- Born: 1955 (age 70–71) Maroubra, Sydney, New South Wales, Australia
- Known for: Pioneering Maldivian surfing
- Spouse: Mandy Andrews

= Mark Scanlon (surfer) =

Australian surfer (born 1955)

Mark Scanlon (born 1955) is an Australian surfer known for pioneering surfing in the Maldives along with fellow Australian Tony Hussein Hinde.
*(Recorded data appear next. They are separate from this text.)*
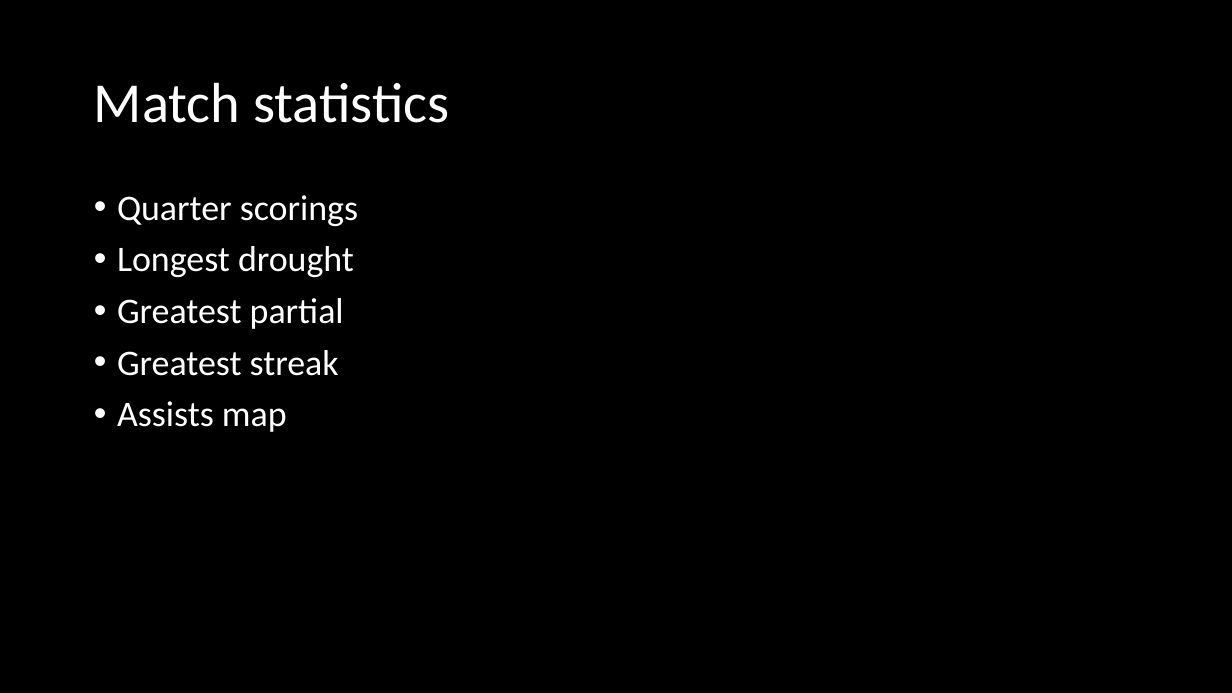
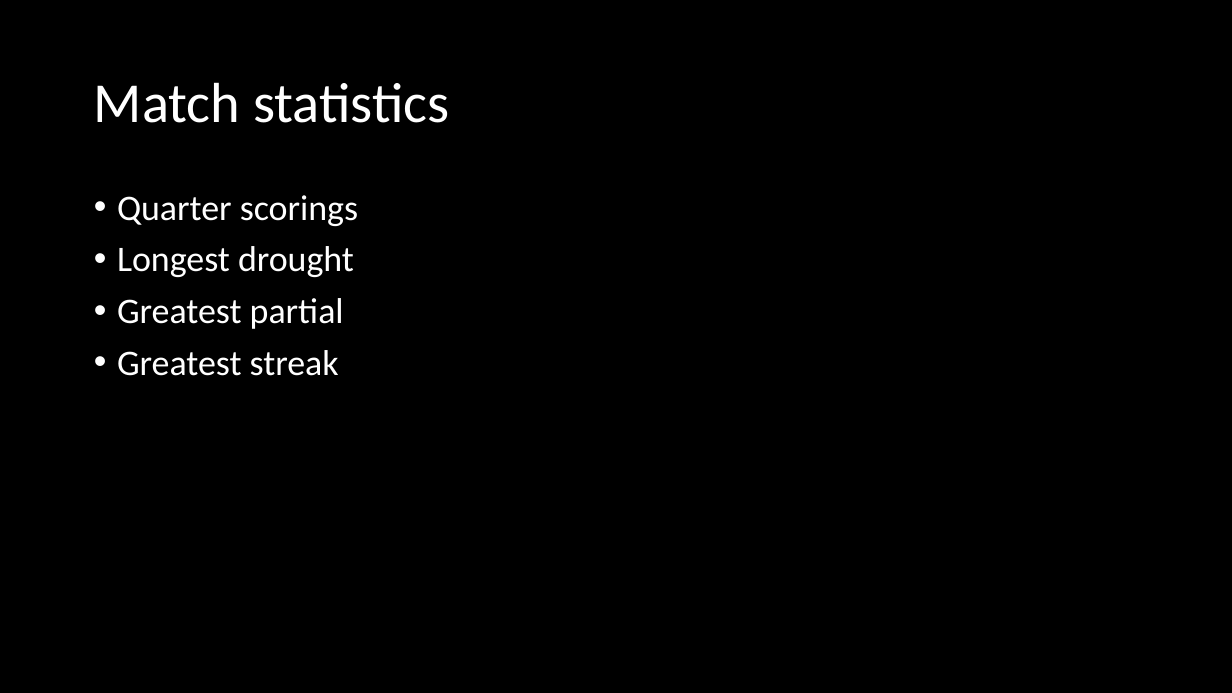
Before and after one commit to XavierRubiesCullell/Basketball-information-extraction-from-play-by-play-data, a slide deck: slide 5 of Organisation/Idea d'aplicacio.pptx. Drawn at 1232x693 pixels with LibreOffice and Linux fonts; fonts in the diff are those of the drawing. Boxes give left, top, right and bottom in pixels: in the first picture for what was removed or moved away, otherwise in the second. Text is boxed around its words. In the diff, an @@ line names an element or a change of style, - is before the commit and + after.

```diff
--- a/Organisation/Idea d'aplicacio.pptx
+++ b/Organisation/Idea d'aplicacio.pptx
@@ text at bbox=[117, 401, 287, 432]: paragraph removed @@
-• Assists map
```
Also in this commit, not shown: 2 other files.

== Shipwreck in the Maldives ==
In 1973 Scanlon and Tony Hussein Hinde were shipwrecked on the Helengeli Reef in Kaafu Atoll located in the Maldives aboard the Whitewings, a ketch in which they had been hired as crewmembers. The Whitewings had been en route across the Indian Ocean from Sri Lanka to Réunion Island when they were beached on a coral reef in the Helengeli Reef. The pair spent several unplanned months in the Maldives repairing the boat. However, he quickly discovered how good the surfing potential was in the northern Maldives and decided to stay in the country.

== Arrest ==
In 2000, Scanlon was arrested in the Maldives for possession of cannabis. His wife, Mandy Andrews, moved to Maldives to support him. Andrews advocated for Scanlon's release by creating a letter and having people sign it to send to the Maldivian government. Along with his wife, he was visited by Neil Carlyle from the Australian High Commission in Sri Lanka. He was released in 2002 after diplomatic intervention by then-Australian Prime Minister John Howard. After his release, he flew back to Australia where he reunited with his wife in Sydney Airport.

== Personal life ==
Scanlon was born in 1955 and is from Maroubra, Sydney. Scanlon and his wife, Mandy Andrews, currently resides in Sydney.